**PROBLEM DESCRIPTION**
Pull each line containing "your" from the data.

Excerpts from a dataset:
--- START ---

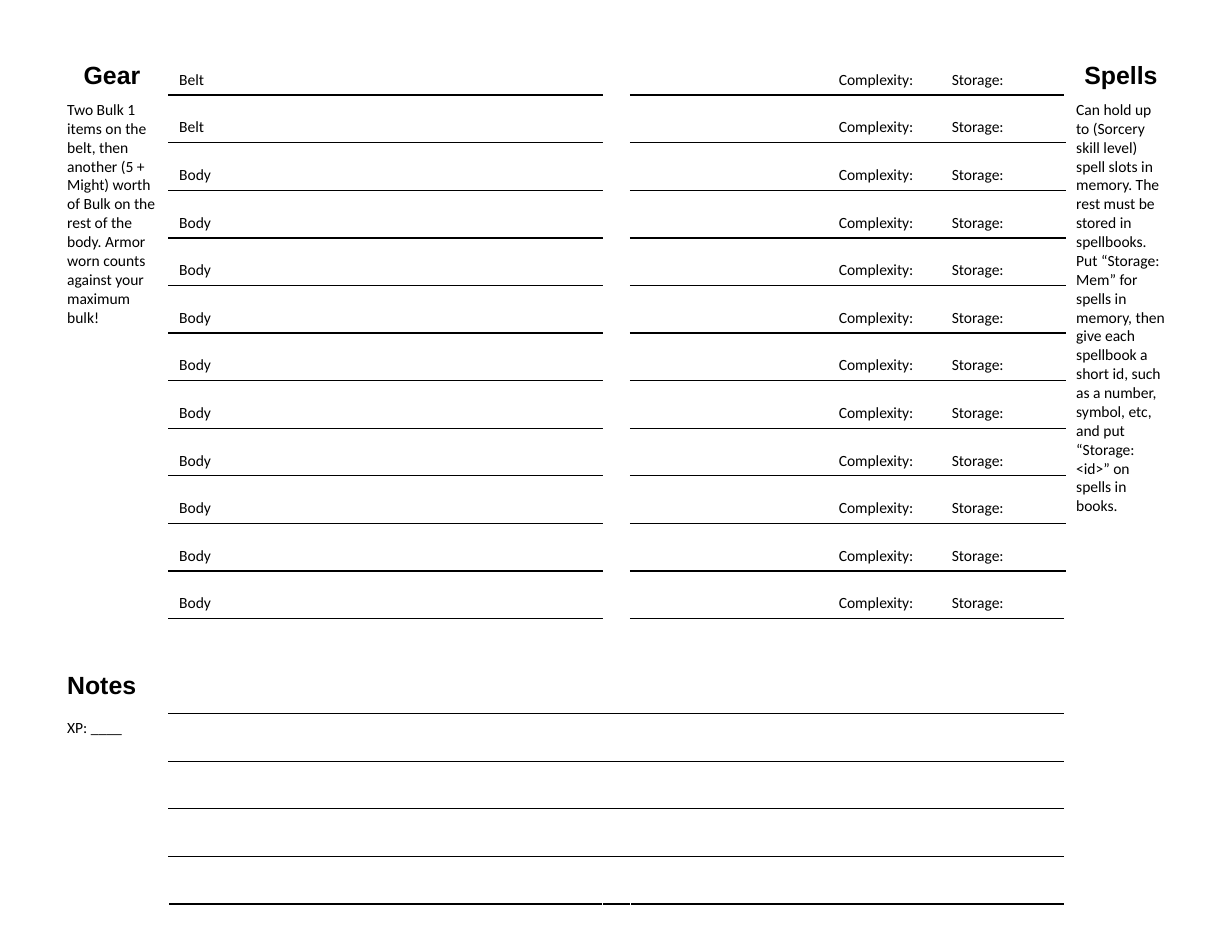
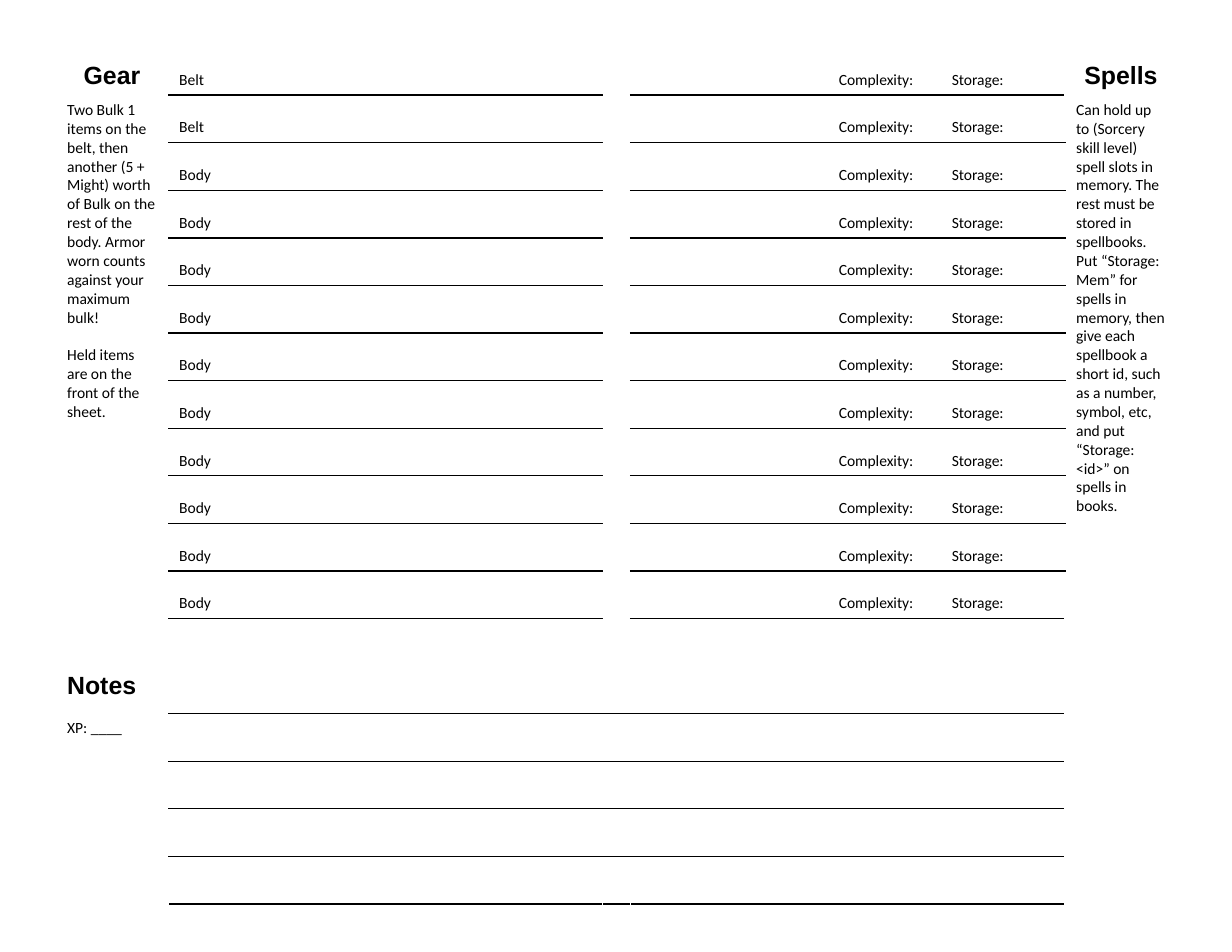
Before and after one commit to jewelpit/Ikaros, a slide deck: slide 2 of Ikaros CS.pptx. Drawn at 1232x952 pixels with LibreOffice and Linux fonts; fonts in the diff are those of the drawing. Boxes give left, top, right and bottom in pixels: in the first picture for what was removed or moved away, otherwise in the second. Text is boxed around its words. In the diff, an @@ line names an element or a change of style, - is before the commit and + after.

Commit message:
Held item rules are now explicit.

```diff
--- a/Ikaros CS.pptx
+++ b/Ikaros CS.pptx
@@ table at box(0, 0, 1232, 952) @@
-row 3, column 2: Two Bulk 1 items on the belt, then another (5 + Might) worth of Bulk on the rest of the body. Armor worn counts against your maximum bulk!
+row 3, column 2: Two Bulk 1 items on the belt, then another (5 + Might) worth of Bulk on the rest of the body. Armor worn counts against your maximum bulk! / Held items are on the front of the sheet.
```
Also in this commit, not shown: 1 other slide changed, 1 other file.
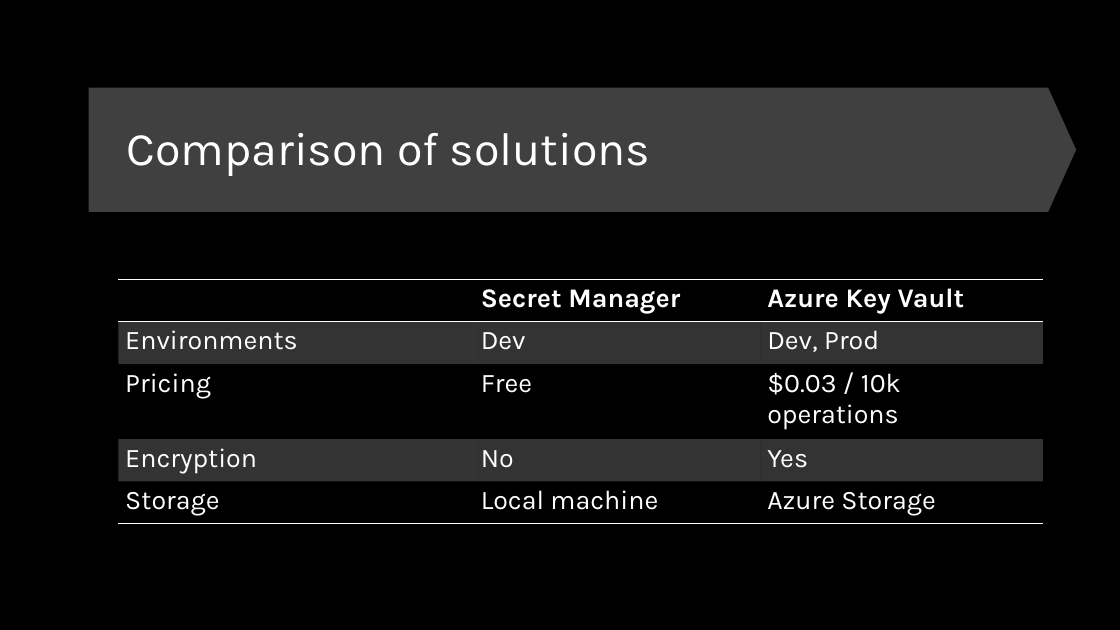
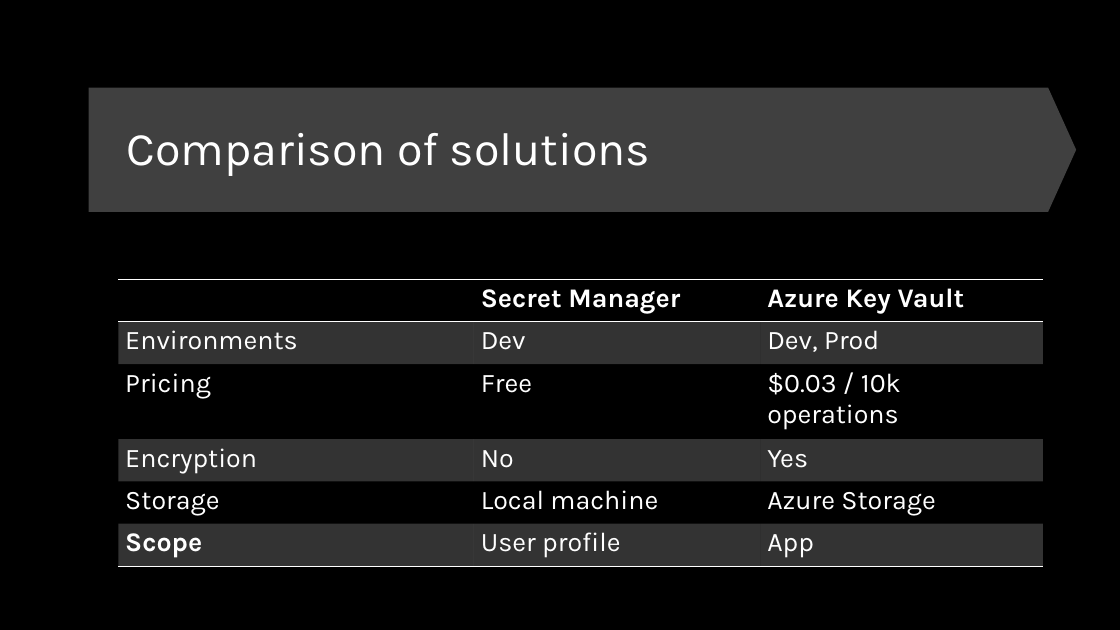
Before and after one commit to scottaddie/slide-decks, a slide deck: slide 18 of Protecting App Secrets.pptx. Drawn at 1120x630 pixels with LibreOffice and Linux fonts; fonts in the diff are those of the drawing. Boxes give left, top, right and bottom in pixels: in the first picture for what was removed or moved away, otherwise in the second. Text is boxed around its words. In the diff, an @@ line names an element or a change of style, - is before the commit and + after.

```diff
--- a/Protecting App Secrets.pptx
+++ b/Protecting App Secrets.pptx
@@ table at (118, 280, 1044, 566) @@
+row 6: Scope | User profile | App
```
Also in this commit, not shown: 1 other slide changed.

--- END ---

**WRITTEN RESPONSE**
-row 3, column 2: Two Bulk 1 items on the belt, then another (5 + Might) worth of Bulk on the rest of the body. Armor worn counts against your maximum bulk!
+row 3, column 2: Two Bulk 1 items on the belt, then another (5 + Might) worth of Bulk on the rest of the body. Armor worn counts against your maximum bulk! / Held items are on the front of the sheet.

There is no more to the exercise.